At this moment in the financial crisis, the only people I trust are women:
Elizabeth Warren,
Christine Legarde, and
Angela Merkel.
When Barney Frank was discussing his legacy on PBS yesterday, one the things he emphasized was the consumer protection provisions of the Dodd-Frank law. Elizabeth Warren was largely responsible for that, and then when push came to shove, Obama abandoned her, clearly as a result of pressure from the crooks on Wall Street, led by Jamie Dimon of Chase Bank.
Christine Legarde did a good job as French Finance Minister and is currently sorely missed as France tries to deal with the European financial crisis. However, she will be able to help as head of the IMF. I trust her to do the right thing more than I did her disgraced predecessor, Dominique Strauss-Kahn.

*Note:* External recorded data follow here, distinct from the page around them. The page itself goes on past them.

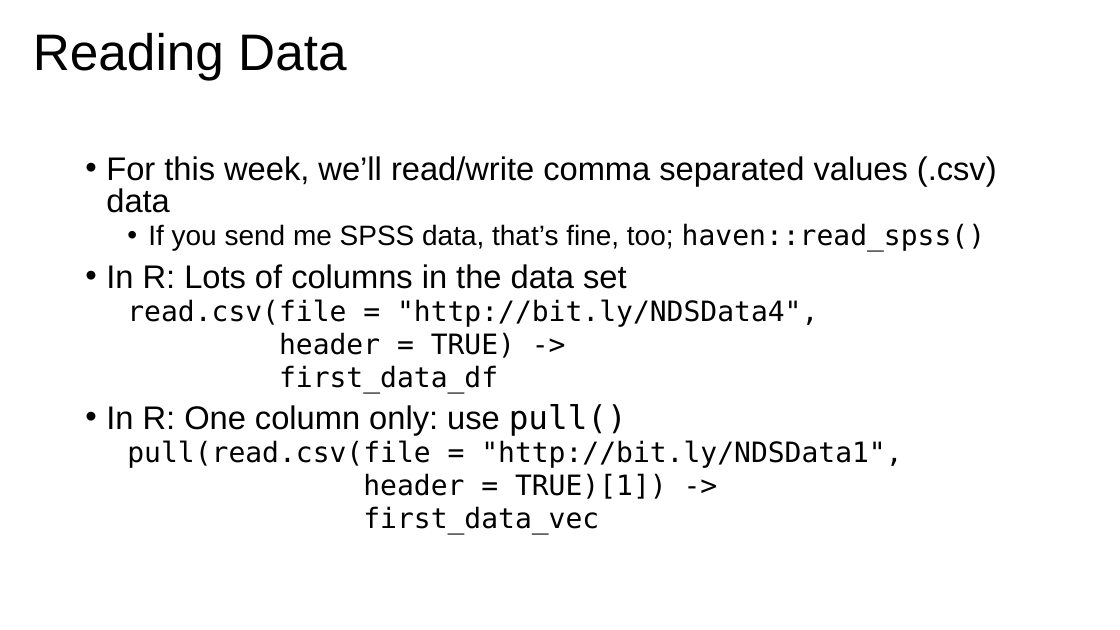
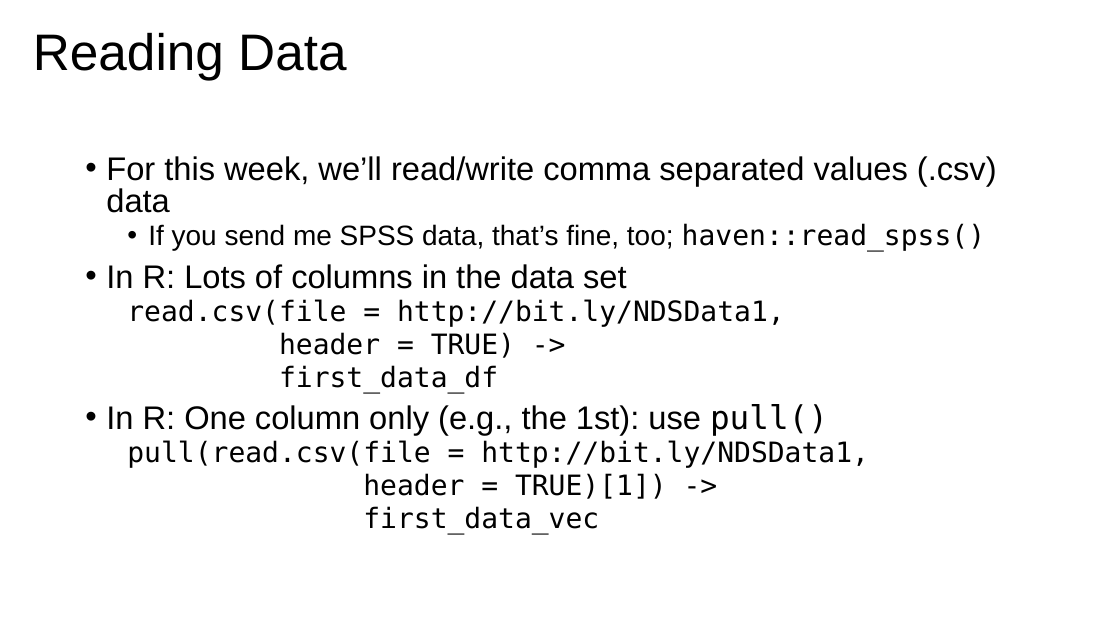
Before and after one commit to barneyricca/NDS_workshop, a slide deck: slide 11 of Slide Decks/Monday Morning.pptx. Drawn at 1120x630 pixels with LibreOffice and Linux fonts; fonts in the diff are those of the drawing; background and template pictures are left out. Boxes give left, top, right and bottom in pixels: in the first picture for what was removed or moved away, otherwise in the second. Text is boxed around its words. In the diff, an @@ line names an element or a change of style, - is before the commit and + after.

```diff
--- a/Slide Decks/Monday Morning.pptx
+++ b/Slide Decks/Monday Morning.pptx
@@ text at [127,299,785,327]: text changed @@
-  read.csv(file = "http://bit.ly/NDSData4",
+  read.csv(file = http://bit.ly/NDSData1,
@@ text at [106,404,869,468]: text changed @@
-• In R: One column only: use pull()
-  pull(read.csv(file = "http://bit.ly/NDSData1",
+• In R: One column only (e.g., the 1st): use pull()
+  pull(read.csv(file = http://bit.ly/NDSData1,
```
Also in this commit, not shown: 13 other slides changed, 1 slide removed, 4 other files.

Angela Merkel gets a lot of bad press from financial journalists and commentators, in part because they see her Germanic honesty as a rebuke to American dishonesty. People seldom mention that she is from the old East Germany, and grew up in conditions far different from the prosperous unified Germany that she now leads. She, more than others, remembers the trials and sacrifices that West Germany undertook to unify with East Germany. When they look at the sacrifices they are being called on to make for Greece, et al, the Germans can say, "Been there; done that." However, before the sacrifices were for fellow Germans; now the sacrifices are for countries and peoples with whom the Germans share much less. Although Europe needs to be saved, Merkel is right not to have Germany commit suicide to save its poorer partners.